◆ **Task prompt**: Word for word, repeat everything in the records below except the pictures.

%%

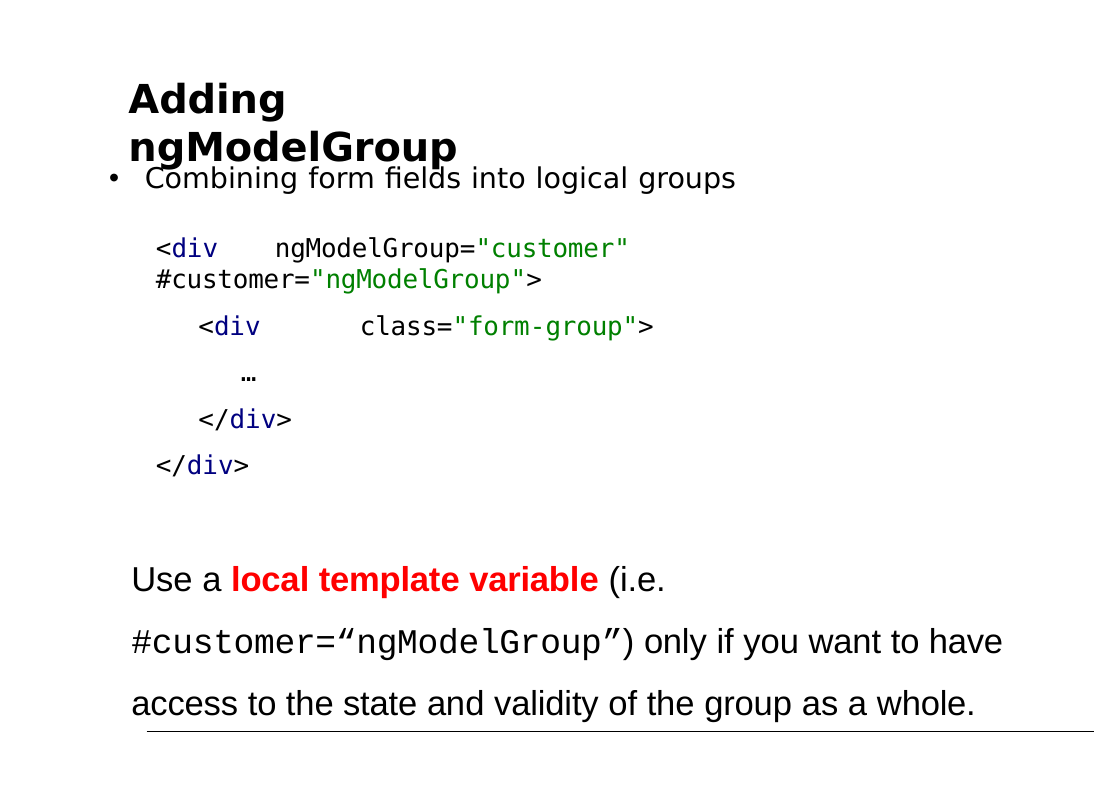
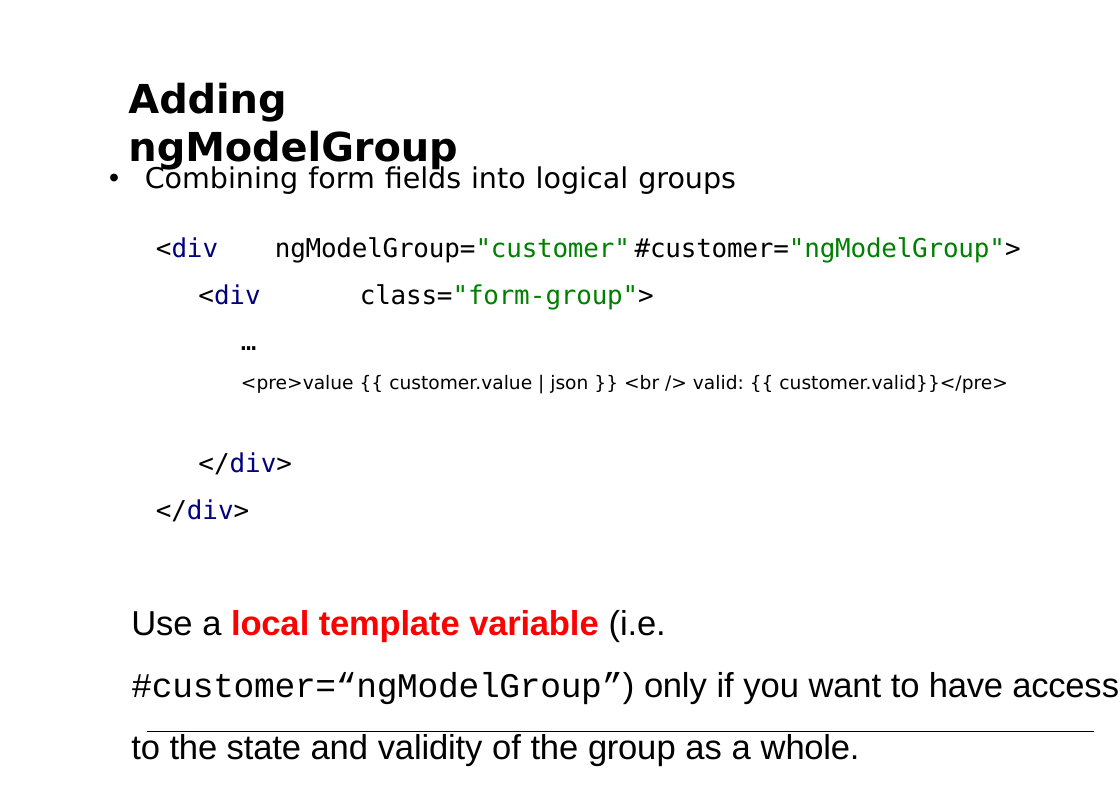
Before and after one commit to petereijgermans11/accelerator-programma, a slide deck: slide 29 of forms/Angular Forms.pptx. Drawn at 1120x792 pixels with LibreOffice and Linux fonts; fonts in the diff are those of the drawing. Boxes give left, top, right and bottom in pixels: in the first picture for what was removed or moved away, otherwise in the second. Text is boxed around its words. In the diff, an @@ line names an element or a change of style, - is before the commit and + after.

```diff
--- a/forms/Angular Forms.pptx
+++ b/forms/Angular Forms.pptx
@@ text at <box>241,375,1008,393</box>: paragraph added @@
+<pre>value {{ customer.value | json }} <br /> valid: {{ customer.valid}}</pre>
```
Also in this commit, not shown: 2 other slides changed, 3 slides added, 2 other files.

%%

◆ **Output of the task**:
Before and after one commit to petereijgermans11/accelerator-programma, a slide deck: slide 29 of forms/Angular Forms.pptx. Drawn at 1120x792 pixels with LibreOffice and Linux fonts; fonts in the diff are those of the drawing. Boxes give left, top, right and bottom in pixels: in the first picture for what was removed or moved away, otherwise in the second. Text is boxed around its words. In the diff, an @@ line names an element or a change of style, - is before the commit and + after.

```diff
--- a/forms/Angular Forms.pptx
+++ b/forms/Angular Forms.pptx
@@ text at <box>241,375,1008,393</box>: paragraph added @@
+<pre>value {{ customer.value | json }} <br /> valid: {{ customer.valid}}</pre>
```
Also in this commit, not shown: 2 other slides changed, 3 slides added, 2 other files.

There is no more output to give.